» **Task to complete**
Filter the listing below, keeping every line that holds "blank".

» **Provided information**
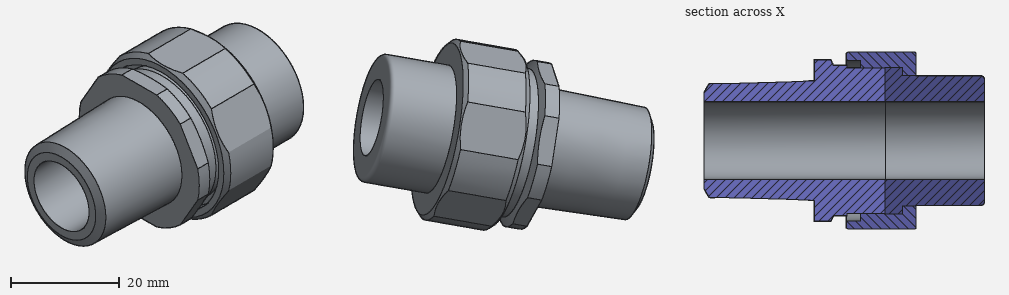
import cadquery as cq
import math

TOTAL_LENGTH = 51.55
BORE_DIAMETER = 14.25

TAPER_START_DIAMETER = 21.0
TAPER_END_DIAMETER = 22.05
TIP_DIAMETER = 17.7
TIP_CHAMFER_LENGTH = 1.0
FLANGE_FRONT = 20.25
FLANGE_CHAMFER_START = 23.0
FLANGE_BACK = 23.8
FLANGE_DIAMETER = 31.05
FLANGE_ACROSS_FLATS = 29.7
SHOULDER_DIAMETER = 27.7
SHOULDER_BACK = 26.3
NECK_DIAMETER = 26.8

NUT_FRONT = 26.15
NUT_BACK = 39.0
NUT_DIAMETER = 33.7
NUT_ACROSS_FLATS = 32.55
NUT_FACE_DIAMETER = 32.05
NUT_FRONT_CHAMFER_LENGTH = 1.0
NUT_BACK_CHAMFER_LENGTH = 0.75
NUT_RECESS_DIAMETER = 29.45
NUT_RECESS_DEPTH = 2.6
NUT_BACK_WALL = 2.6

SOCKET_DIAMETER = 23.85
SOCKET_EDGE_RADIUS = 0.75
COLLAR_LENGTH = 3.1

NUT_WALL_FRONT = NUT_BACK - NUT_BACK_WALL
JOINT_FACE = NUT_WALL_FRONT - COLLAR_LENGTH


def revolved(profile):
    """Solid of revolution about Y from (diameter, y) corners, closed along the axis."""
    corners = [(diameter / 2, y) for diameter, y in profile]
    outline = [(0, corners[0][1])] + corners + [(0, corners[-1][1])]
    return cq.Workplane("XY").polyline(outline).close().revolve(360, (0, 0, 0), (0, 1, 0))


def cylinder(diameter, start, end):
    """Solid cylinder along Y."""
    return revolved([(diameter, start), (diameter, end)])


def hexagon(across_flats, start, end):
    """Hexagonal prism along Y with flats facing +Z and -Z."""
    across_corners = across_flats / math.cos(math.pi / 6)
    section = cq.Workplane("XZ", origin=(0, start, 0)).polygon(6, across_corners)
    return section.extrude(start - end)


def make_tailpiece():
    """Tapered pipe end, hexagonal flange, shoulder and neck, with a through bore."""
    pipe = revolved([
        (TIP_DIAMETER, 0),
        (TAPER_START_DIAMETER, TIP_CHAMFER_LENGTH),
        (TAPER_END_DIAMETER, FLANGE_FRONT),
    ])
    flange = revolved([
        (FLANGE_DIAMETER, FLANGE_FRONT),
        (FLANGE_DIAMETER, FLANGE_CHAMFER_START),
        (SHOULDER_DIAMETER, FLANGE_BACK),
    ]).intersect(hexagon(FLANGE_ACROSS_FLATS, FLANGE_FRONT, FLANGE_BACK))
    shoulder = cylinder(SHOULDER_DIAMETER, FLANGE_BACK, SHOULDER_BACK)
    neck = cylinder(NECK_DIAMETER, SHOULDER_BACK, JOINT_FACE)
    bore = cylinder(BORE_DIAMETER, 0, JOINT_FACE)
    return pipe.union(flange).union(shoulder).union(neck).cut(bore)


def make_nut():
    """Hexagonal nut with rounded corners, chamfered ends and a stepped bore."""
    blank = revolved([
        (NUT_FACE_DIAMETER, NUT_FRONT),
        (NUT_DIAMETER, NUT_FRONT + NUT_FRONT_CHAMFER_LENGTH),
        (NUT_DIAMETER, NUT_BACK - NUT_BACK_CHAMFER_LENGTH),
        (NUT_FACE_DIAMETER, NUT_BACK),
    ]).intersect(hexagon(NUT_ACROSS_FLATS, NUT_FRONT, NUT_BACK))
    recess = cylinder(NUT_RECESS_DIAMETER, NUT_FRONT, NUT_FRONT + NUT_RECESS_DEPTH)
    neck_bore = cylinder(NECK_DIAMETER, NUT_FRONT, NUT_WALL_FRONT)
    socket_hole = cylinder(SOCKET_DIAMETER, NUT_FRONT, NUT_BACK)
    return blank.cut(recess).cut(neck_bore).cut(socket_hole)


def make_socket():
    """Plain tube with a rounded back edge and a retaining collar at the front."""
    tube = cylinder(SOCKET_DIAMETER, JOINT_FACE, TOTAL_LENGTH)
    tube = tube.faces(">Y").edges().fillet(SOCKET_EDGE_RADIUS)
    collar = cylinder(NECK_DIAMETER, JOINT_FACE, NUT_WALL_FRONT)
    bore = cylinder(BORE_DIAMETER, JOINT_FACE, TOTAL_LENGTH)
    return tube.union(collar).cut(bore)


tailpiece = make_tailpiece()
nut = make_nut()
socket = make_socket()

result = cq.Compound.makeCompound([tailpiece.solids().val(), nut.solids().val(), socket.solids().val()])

--

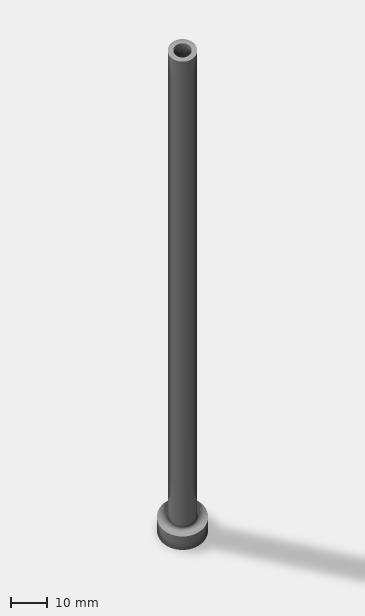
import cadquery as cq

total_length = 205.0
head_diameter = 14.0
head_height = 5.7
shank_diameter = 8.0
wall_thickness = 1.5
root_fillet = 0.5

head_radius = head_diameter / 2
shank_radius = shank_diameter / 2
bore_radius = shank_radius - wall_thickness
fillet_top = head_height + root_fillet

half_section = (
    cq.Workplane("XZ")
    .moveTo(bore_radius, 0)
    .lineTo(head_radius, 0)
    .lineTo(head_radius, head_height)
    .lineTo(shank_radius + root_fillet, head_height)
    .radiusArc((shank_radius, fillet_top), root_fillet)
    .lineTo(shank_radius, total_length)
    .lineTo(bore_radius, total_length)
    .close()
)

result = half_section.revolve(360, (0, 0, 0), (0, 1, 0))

» **Task result**
    blank = revolved([
    return blank.cut(recess).cut(neck_bore).cut(socket_hole)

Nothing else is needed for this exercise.